The mindset, emotional steadiness and sustainable ambition required to keep going. There are 224 posts in this topic.

Daily post #3144 • July 18 2026 • Resilience

Hopeless optimist

It’s hard to say at times like this.

But I maintain it’s worth being a “hopeless optimist”.

“Hopeless”: You don’t hold out hope that the optimistic point of view will necessarily be correct, or that things will somehow turn out better because you thought that way.

“Optimist”: You try to see the good in the things around you, even if there is also bad, and try to show support towards the good parts in case it helps them overcome the bad.

For example. The current UK government is busy trying to chip away at any good person’s relative use case for freedom of speech. But the hopeless optimistic view is, the current government is doing that, but that’s not to say the next will.

Another example. I supported a whole bunch of artists who sold NFTs around 2020–2021. Not because I thought it was going to be a “big money play”, but because I believe in artists. Some were grifters, others were trying to make art and got labeled as grifters by grifters. The hopeless optimistic view is, supporting artists, if you can, is a good idea anyway.

Know what you believe, know what you value, then try the “hopeless optimist” hat on.

If nothing else, it’s better for your blood pressure.

Daily post #3143 • July 17 2026 • Resilience

What a good person might expect

Not every project needs to be successful.

No good person would expect that of you.

But a good person might expect you to:

1: Stand by your work. If you release something into the world, let it be something you’re proud of. I try not to ship anything I’m not truly happy with, even if it means a few uncomfortable conversations with other contributors. Those contributors, the recipients, and myself, all deserve the opportunity to fill their days experiencing great works.
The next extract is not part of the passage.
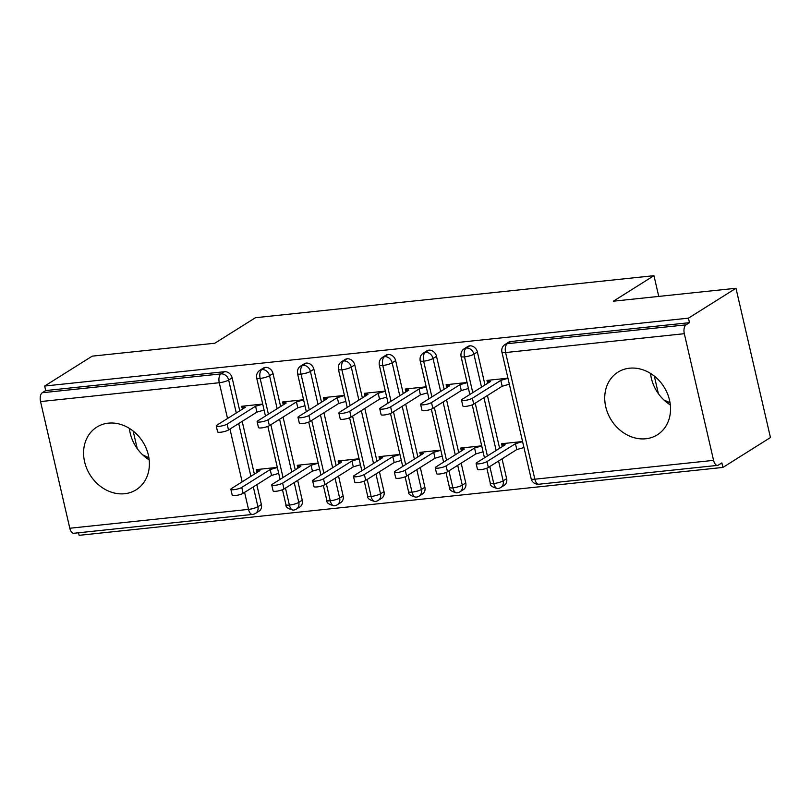 <?xml version="1.0" encoding="UTF-8"?>
<svg xmlns="http://www.w3.org/2000/svg" width="811" height="811" viewBox="0 0 811 811"><rect width="100%" height="100%" fill="white"/><g stroke="black" fill="none" stroke-linecap="round" stroke-linejoin="round"><path stroke-width="1.22" d="M108.339 423.16A37.012 31.142 57.8 0 1 146.173 448.28A37.012 31.142 57.8 0 1 136.177 489.773A37.012 31.142 57.8 0 1 124.63 493.727A37.012 31.142 57.8 0 1 86.797 468.606A37.012 31.142 57.8 0 1 96.793 427.113A37.012 31.142 57.8 0 1 108.339 423.16M629.488 368.204A37.012 31.142 57.8 0 1 667.321 393.325A37.012 31.142 57.8 0 1 657.326 434.818A37.012 31.142 57.8 0 1 645.779 438.771A37.012 31.142 57.8 0 1 607.946 413.651A37.012 31.142 57.8 0 1 617.941 372.158A37.012 31.142 57.8 0 1 629.488 368.204M69.797 528.245L248.511 509.389A7.117 3.558 -96 0 0 252.515 514.427L73.791 533.273A7.117 3.558 -96 0 1 69.797 528.245L40.55 401.577A7.117 3.558 -96 0 1 42.243 392.747L45.71 390.567L44.666 386.036L92.211 356.151L214.834 343.225L255.435 317.709L653.96 275.679L613.359 301.195L735.982 288.27L770.45 437.545L722.905 467.43L721.861 462.909L718.384 465.088A7.117 3.558 84 0 1 717.563 465.382L538.849 484.228A7.117 3.558 84 0 1 534.844 479.2L713.568 460.354A7.117 3.558 84 0 0 717.563 465.382M78.545 532.766L79.133 535.321L722.905 467.43M650.534 373.425A37.012 31.142 -122.2 0 0 670.322 404.902M658.745 296.41L653.96 275.679M684.322 333.696L505.598 352.542A7.117 3.558 84 0 1 507.291 343.702A7.117 5.991 -122.2 0 0 505.071 344.462L508.538 342.283A7.117 5.991 57.8 0 1 510.758 341.522L507.291 343.702L686.015 324.856A7.117 3.558 84 0 0 684.322 333.696L713.568 460.354M510.758 341.522L689.482 322.677L688.438 318.155L735.982 288.27M686.015 324.856L689.482 322.677M44.666 386.036L688.438 318.155M658.36 393.629L654.305 376.071M670.038 402.803L663.874 399.935M137.211 448.584L133.156 431.026M148.889 457.759L142.726 454.89M149.173 459.857A37.012 31.142 57.8 0 1 129.385 428.38M487.644 383.299L486.975 380.41L507.95 378.19M522.568 441.529L501.593 443.739L502.262 446.628M253.326 486.894L257.908 506.703L261.375 504.513L256.803 484.704M254.37 474.161L242.185 421.375M239.752 410.832L232.139 377.855L228.661 380.035L236.275 413.012M261.375 504.513A7.117 5.991 57.8 0 1 259.033 511.194L255.556 513.373A7.117 5.991 57.8 0 0 257.908 506.703A7.117 1.47 167 0 1 248.511 509.389L244.587 492.389M45.71 390.567L224.434 371.712A7.117 5.991 57.8 0 1 232.139 377.855M302.25 500.205A7.117 5.991 57.8 0 1 299.908 506.875L296.431 509.065A7.117 5.991 57.8 0 0 298.783 502.394L302.25 500.205L297.678 480.396M268.411 414.198L260.149 378.423A7.117 3.558 -96 0 1 261.841 369.593A7.117 5.991 -122.2 0 0 259.824 370.323L263.291 368.143A7.117 5.991 57.8 0 1 265.309 367.403A7.117 5.991 57.8 0 1 273.013 373.547L269.536 375.726L277.149 408.703M295.245 469.853L283.059 417.067M280.626 406.514L273.013 373.547M242.398 409.16L241.729 406.27L262.703 404.06M277.321 467.389L256.347 469.599L257.016 472.489M343.124 495.896A7.117 5.991 57.8 0 1 340.782 502.567L337.305 504.756A7.117 5.991 57.8 0 0 339.657 498.076L343.124 495.896L338.552 476.087M309.285 409.89L301.023 374.114A7.117 3.558 -96 0 1 302.716 365.274A7.117 5.991 -122.2 0 0 300.699 366.014L304.166 363.835A7.117 5.991 57.8 0 1 306.183 363.095A7.117 5.991 57.8 0 1 313.887 369.238L310.41 371.418L318.024 404.395M336.119 465.534L323.934 412.758M321.501 402.205L313.887 369.238M283.272 404.851L282.603 401.962L303.578 399.742M318.196 463.081L297.221 465.291L297.89 468.18M383.998 491.588A7.117 5.991 57.8 0 1 381.657 498.258L378.179 500.438A7.117 5.991 57.8 0 0 380.531 493.767L383.998 491.588L379.426 471.779M350.159 405.571L341.897 369.806A7.117 3.558 -96 0 1 343.59 360.966A7.117 5.991 -122.2 0 0 341.573 361.706L345.04 359.516A7.117 5.991 57.8 0 1 347.057 358.786A7.117 5.991 57.8 0 1 354.762 364.92L351.285 367.109L358.898 400.076M376.993 461.226L364.808 408.45M362.375 397.897L354.762 364.92M324.147 400.543L323.477 397.643L344.452 395.433M359.07 458.762L338.096 460.983L338.765 463.872M424.873 487.279A7.117 5.991 57.8 0 1 422.531 493.95L419.054 496.129A7.117 5.991 57.8 0 0 421.406 489.459L424.873 487.279L420.301 467.471M391.034 401.263L382.772 365.487A7.117 3.558 -96 0 1 384.465 356.658A7.117 5.991 -122.2 0 0 382.447 357.398L385.914 355.208A7.117 5.991 57.8 0 1 387.932 354.478A7.117 5.991 57.8 0 1 395.636 360.611L392.159 362.801L399.772 395.768M417.868 456.917L405.682 404.131M403.249 393.588L395.636 360.611M365.021 396.234L364.352 393.335L385.326 391.125M399.945 454.454L378.97 456.664L379.639 459.563M465.747 482.961A7.117 5.991 57.8 0 1 463.405 489.641L459.928 491.821A7.117 5.991 57.8 0 0 462.28 485.15L465.747 482.961L461.175 463.152M431.908 396.954L423.646 361.179A7.117 3.558 -96 0 1 425.339 352.349A7.117 5.991 -122.2 0 0 423.322 353.079L426.789 350.899A7.117 5.991 57.8 0 1 428.806 350.17A7.117 5.991 57.8 0 1 436.511 356.303L433.033 358.482L440.647 391.46M458.742 452.609L446.557 399.823M444.124 389.28L436.511 356.303M405.895 391.916L405.226 389.027L426.201 386.817M440.819 450.146L419.845 452.356L420.514 455.255M506.622 478.652A7.117 5.991 57.8 0 1 504.28 485.323L500.803 487.512A7.117 5.991 57.8 0 0 503.155 480.842L506.622 478.652L502.05 458.844M472.783 392.646L464.521 356.87A7.117 3.558 -96 0 1 466.213 348.041A7.117 5.991 -122.2 0 0 464.196 348.771L467.663 346.591A7.117 5.991 57.8 0 1 469.681 345.851A7.117 5.991 57.8 0 1 477.385 351.994L473.908 354.174L481.521 387.151M499.617 448.301L487.431 395.515M484.998 384.961L477.385 351.994M446.77 387.607L446.101 384.718L467.075 382.508M481.693 445.837L460.719 448.047L461.388 450.936M464.196 348.771C461.611 350.534 460.567 353.079 461.043 356.404A7.117 1.47 167 0 0 464.521 356.87A7.117 1.47 167 0 0 473.908 354.174A7.117 5.991 -122.2 0 0 466.213 348.041L469.681 345.851M500.803 487.512A7.117 7.117 0 0 1 497.761 488.567A7.117 3.558 -96 0 1 497.701 488.567A7.117 3.558 -96 0 1 493.757 483.528L489.834 466.528M487.401 455.975L475.216 403.189M423.322 353.079C420.737 354.843 419.692 357.387 420.169 360.713A7.117 1.47 167 0 0 423.646 361.179A7.117 1.47 167 0 0 433.033 358.482A7.117 5.991 -122.2 0 0 425.339 352.349L428.806 350.17M459.928 491.821A7.117 7.117 0 0 1 456.887 492.875A7.117 3.558 -96 0 1 456.826 492.875A7.117 3.558 -96 0 1 452.883 487.847L448.959 470.836M446.526 460.283L434.341 407.507M382.447 357.398C379.862 359.161 378.818 361.706 379.295 365.021A7.117 1.47 167 0 0 382.772 365.487A7.117 1.47 167 0 0 392.159 362.801A7.117 5.991 -122.2 0 0 384.465 356.658L387.932 354.478M419.054 496.129A7.117 7.117 0 0 1 416.013 497.184A7.117 3.558 -96 0 1 415.952 497.194A7.117 3.558 -96 0 1 412.008 492.155L408.085 475.145M405.652 464.591L393.467 411.816M341.573 361.706C338.988 363.47 337.944 366.014 338.42 369.34A7.117 1.47 167 0 0 341.897 369.806A7.117 1.47 167 0 0 351.285 367.109A7.117 5.991 -122.2 0 0 343.59 360.966L347.057 358.786M378.179 500.438A7.117 7.117 0 0 1 375.138 501.492A7.117 3.558 -96 0 1 375.077 501.502A7.117 3.558 -96 0 1 371.134 496.464L367.211 479.453M364.778 468.91L352.592 416.124M300.699 366.014C298.113 367.778 297.069 370.323 297.546 373.648A7.117 1.47 167 0 0 301.023 374.114A7.117 1.47 167 0 0 310.41 371.418A7.117 5.991 -122.2 0 0 302.716 365.274L306.183 363.095M337.305 504.756A7.117 7.117 0 0 1 334.264 505.8A7.117 3.558 -96 0 1 334.203 505.811A7.117 3.558 -96 0 1 330.259 500.772L326.336 483.761M323.903 473.219L311.718 420.433M259.824 370.323C257.239 372.087 256.195 374.631 256.671 377.956A7.117 1.47 167 0 0 260.149 378.423A7.117 1.47 167 0 0 269.536 375.726A7.117 5.991 -122.2 0 0 261.841 369.593L265.309 367.403M296.431 509.065A7.117 7.117 0 0 1 293.389 510.109A7.117 3.558 -96 0 1 293.329 510.119A7.117 3.558 -96 0 1 289.385 505.081L285.462 488.07M283.029 477.527L270.844 424.741M488.739 382.61L488.202 380.278L490.594 381.444L462.158 399.316A5.93 1.227 -13 0 0 461.489 400.117A5.93 1.227 -13 0 0 466.001 400.279A5.93 1.227 -13 0 0 472.377 398.242L473.736 404.121A5.93 1.227 167 0 1 467.359 406.159A5.93 1.227 167 0 1 462.848 405.997L461.489 400.117M509.328 384.191L502.171 386.249L473.736 404.121M507.97 378.311L500.813 380.369L472.377 398.242M500.813 380.369L502.171 386.249M486.995 461.571L488.354 467.45A5.93 1.227 167 0 1 481.977 469.498A5.93 1.227 167 0 1 477.466 469.326L476.108 463.446A5.93 1.227 -13 0 0 480.629 463.618A5.93 1.227 -13 0 0 486.995 461.571L515.441 443.698L522.598 441.64M503.367 445.938L502.82 443.607L505.223 444.773L476.777 462.655A5.93 1.227 -13 0 0 476.108 463.446M488.354 467.45L516.8 449.578L523.957 447.52M516.8 449.578L515.441 443.698M447.865 386.918L447.327 384.586L449.72 385.752L421.284 403.635A5.93 1.227 -13 0 0 420.615 404.425A5.93 1.227 -13 0 0 425.126 404.598A5.93 1.227 -13 0 0 431.503 402.55L432.861 408.43A5.93 1.227 167 0 1 426.485 410.478A5.93 1.227 167 0 1 421.973 410.305L420.615 404.425M468.454 388.499L461.297 390.557L432.861 408.43M467.095 382.62L459.938 384.678L431.503 402.55M459.938 384.678L461.297 390.557M406.99 391.226L406.453 388.895L408.845 390.061L380.41 407.943A5.93 1.227 -13 0 0 379.741 408.734A5.93 1.227 -13 0 0 384.252 408.906A5.93 1.227 -13 0 0 390.628 406.858L391.987 412.738A5.93 1.227 167 0 1 385.61 414.786A5.93 1.227 167 0 1 381.099 414.614L379.741 408.734M427.579 392.818L420.422 394.866L391.987 412.738M426.221 386.938L419.064 388.986L390.628 406.858M419.064 388.986L420.422 394.866M366.116 395.545L365.579 393.203L367.971 394.379L339.535 412.252A5.93 1.227 -13 0 0 338.866 413.042A5.93 1.227 -13 0 0 343.377 413.215A5.93 1.227 -13 0 0 349.754 411.177L351.112 417.057A5.93 1.227 167 0 1 344.736 419.094A5.93 1.227 167 0 1 340.225 418.922L338.866 413.042M386.705 397.126L379.548 399.174L351.112 417.057M385.347 391.247L378.19 393.294L349.754 411.177M378.19 393.294L379.548 399.174M325.241 399.853L324.704 397.522L327.097 398.688L298.661 416.56A5.93 1.227 -13 0 0 297.992 417.361A5.93 1.227 -13 0 0 302.503 417.523A5.93 1.227 -13 0 0 308.879 415.485L310.238 421.365A5.93 1.227 167 0 1 303.861 423.403A5.93 1.227 167 0 1 299.35 423.241L297.992 417.361M345.831 401.435L338.674 403.493L310.238 421.365M344.472 395.555L337.315 397.603L308.879 415.485M337.315 397.603L338.674 403.493M446.121 465.879L447.479 471.759A5.93 1.227 167 0 1 441.103 473.806A5.93 1.227 167 0 1 436.592 473.634L435.233 467.754A5.93 1.227 -13 0 0 439.755 467.927A5.93 1.227 -13 0 0 446.121 465.879L474.567 448.007L481.724 445.959M462.493 450.247L461.946 447.915L464.348 449.081L435.902 466.964A5.93 1.227 -13 0 0 435.233 467.754M447.479 471.759L475.925 453.886L483.072 451.839M475.925 453.886L474.567 448.007M405.247 470.198L406.605 476.077A5.93 1.227 167 0 1 400.228 478.115A5.93 1.227 167 0 1 395.717 477.943L394.359 472.063A5.93 1.227 -13 0 0 398.88 472.235A5.93 1.227 -13 0 0 405.247 470.198L433.692 452.315L440.849 450.267M421.619 454.565L421.071 452.224L423.474 453.4L395.028 471.272A5.93 1.227 -13 0 0 394.359 472.063M406.605 476.077L435.051 458.195L442.198 456.147M435.051 458.195L433.692 452.315M364.372 474.506L365.731 480.386A5.93 1.227 167 0 1 359.354 482.423A5.93 1.227 167 0 1 354.843 482.261L353.484 476.381A5.93 1.227 -13 0 0 357.996 476.544A5.93 1.227 -13 0 0 364.372 474.506L392.818 456.623L399.965 454.576M380.734 458.874L380.197 456.542L382.599 457.708L354.154 475.581A5.93 1.227 -13 0 0 353.484 476.381M365.731 480.386L394.176 462.503L401.323 460.455M394.176 462.503L392.818 456.623M323.498 478.814L324.856 484.694A5.93 1.227 167 0 1 318.48 486.732A5.93 1.227 167 0 1 313.969 486.57L312.61 480.69A5.93 1.227 -13 0 0 317.121 480.852A5.93 1.227 -13 0 0 323.498 478.814L351.944 460.942L359.091 458.884M339.86 463.182L339.322 460.851L341.725 462.017L313.279 479.889A5.93 1.227 -13 0 0 312.61 480.69M324.856 484.694L353.302 466.822L360.449 464.764M353.302 466.822L351.944 460.942M284.367 404.162L283.83 401.83L286.222 402.996L257.786 420.868A5.93 1.227 -13 0 0 257.117 421.669A5.93 1.227 -13 0 0 261.629 421.832A5.93 1.227 -13 0 0 268.005 419.794L269.364 425.674A5.93 1.227 167 0 1 262.987 427.711A5.93 1.227 167 0 1 258.476 427.549L257.117 421.669M304.956 405.743L297.799 407.801L269.364 425.674M303.598 399.864L296.441 401.921L268.005 419.794M296.441 401.921L297.799 407.801M282.623 483.123L283.982 489.003A5.93 1.227 167 0 1 277.605 491.05A5.93 1.227 167 0 1 273.094 490.878L271.736 484.998A5.93 1.227 -13 0 0 276.247 485.16A5.93 1.227 -13 0 0 282.623 483.123L311.069 465.25L318.216 463.193M298.985 467.491L298.448 465.159L300.851 466.325L272.405 484.197A5.93 1.227 -13 0 0 271.736 484.998M283.982 489.003L312.428 471.13L319.575 469.072M312.428 471.13L311.069 465.25M243.493 408.47L242.955 406.139L245.348 407.304L216.912 425.177A5.93 1.227 -13 0 0 216.243 425.978A5.93 1.227 -13 0 0 220.754 426.14A5.93 1.227 -13 0 0 227.131 424.102L228.489 429.982A5.93 1.227 167 0 1 222.113 432.03A5.93 1.227 167 0 1 217.601 431.857L216.243 425.978M264.082 410.052L256.925 412.11L228.489 429.982M262.723 404.172L255.566 406.23L227.131 424.102M255.566 406.23L256.925 412.11M241.749 487.431L243.107 493.311A5.93 1.227 167 0 1 236.731 495.359A5.93 1.227 167 0 1 232.22 495.186L230.861 489.307A5.93 1.227 -13 0 0 235.372 489.479A5.93 1.227 -13 0 0 241.749 487.431L270.195 469.559L277.342 467.501M258.111 471.799L257.574 469.468L259.976 470.633L231.53 488.516A5.93 1.227 -13 0 0 230.861 489.307M243.107 493.311L271.553 475.439L278.7 473.391M271.553 475.439L270.195 469.559M505.071 344.462A7.117 7.117 0 0 0 501.918 352.096A7.117 1.47 167 0 0 505.598 352.542L534.844 479.2A7.117 1.47 167 0 1 531.164 478.754A7.117 7.117 0 0 0 538.849 484.228M242.154 481.835L229.969 429.049M227.536 418.506L219.274 382.731L40.55 401.577M42.243 392.747L220.967 373.901L224.434 371.712M219.274 382.731A7.117 3.558 -96 0 1 220.967 373.901A7.117 5.991 -122.2 0 1 228.661 380.035A7.117 1.47 167 0 1 219.274 382.731M483.954 397.694L496.139 450.48M498.572 461.033L503.155 480.842A7.117 1.47 167 0 1 493.757 483.528A7.117 1.47 167 0 1 490.29 483.062L486.853 468.18M443.08 402.013L455.265 454.789M457.698 465.342L462.28 485.15A7.117 1.47 167 0 1 452.883 487.847A7.117 1.47 167 0 1 449.416 487.37L445.979 472.489M402.205 406.321L414.391 459.097M416.824 469.65L421.406 489.459A7.117 1.47 167 0 1 412.008 492.155A7.117 1.47 167 0 1 408.541 491.689L405.105 476.797M361.331 410.63L373.516 463.416M375.949 473.959L380.531 493.767A7.117 1.47 167 0 1 371.134 496.464A7.117 1.47 167 0 1 367.667 495.997L364.23 481.105M320.457 414.938L332.642 467.724M335.075 478.267L339.657 498.076A7.117 1.47 167 0 1 330.259 500.772A7.117 1.47 167 0 1 326.792 500.306L323.356 485.424M279.582 419.246L291.767 472.032M294.2 482.575L298.783 502.394A7.117 1.47 167 0 1 289.385 505.081A7.117 1.47 167 0 1 285.918 504.614L282.481 489.732M238.708 423.555L250.893 476.341M501.918 352.096L531.164 478.754M484.461 457.82L472.225 404.851M469.843 394.491L461.043 356.404M490.29 483.062C489.844 485.465 492.318 487.299 497.701 488.567M443.587 462.138L431.351 409.16M428.968 398.799L420.169 360.713M449.416 487.37C448.97 489.773 451.443 491.608 456.826 492.875M402.712 466.447L390.476 413.468M388.094 403.118L379.295 365.021M408.541 491.689C408.095 494.081 410.569 495.916 415.952 497.194M361.838 470.755L349.602 417.777M347.22 407.426L338.42 369.34M367.667 495.997C367.221 498.4 369.694 500.235 375.077 501.502M320.963 475.064L308.727 422.085M306.345 411.735L297.546 373.648M326.792 500.306C326.346 502.708 328.82 504.543 334.203 505.811M252.515 514.427A7.117 7.117 0 0 0 255.556 513.373M280.089 479.372L267.853 426.404M265.471 416.043L256.671 377.956M285.918 504.614C285.472 507.017 287.946 508.852 293.329 510.119"/></g></svg>

2: Do right by those who trust you. I’ve had projects fail before, and the first thing I try to do is do right by those who trusted me, as best as I’m able. To a good person, that’s just as valuable as if the project was a success, and builds their trust in you even more.

3: Do 1 and 2 without waivering. We can waiver on a great many things. Confidence. Energy. Skill. Mood. Hope. I’ve waivered on them all and more, too. But so long as we still stand by our work and do right by those who trust us, we can go again tomorrow.

Daily post #3116 • June 20 2026 • Resilience

Fight and dream

Mum taught me to fight for — and dream of — the the world you want to live in.

Every day.

Until your very last day.

Daily post #3112 • June 16 2026 • Resilience

Notice the nonsense

Humans care a lot about status and affiliation.

Humans are very good at spotting both in each other.

Humans are very bad at realizing how little all this matters, until they witness the end of someone’s live — be it theirs, or someone very close to them.

Then, they sometimes notice the futility, and turn to the things that matter. Their craft, contribution, courage, wisdom, and temperance.

Then, in time, they forget again, reverting back to status and affiliation.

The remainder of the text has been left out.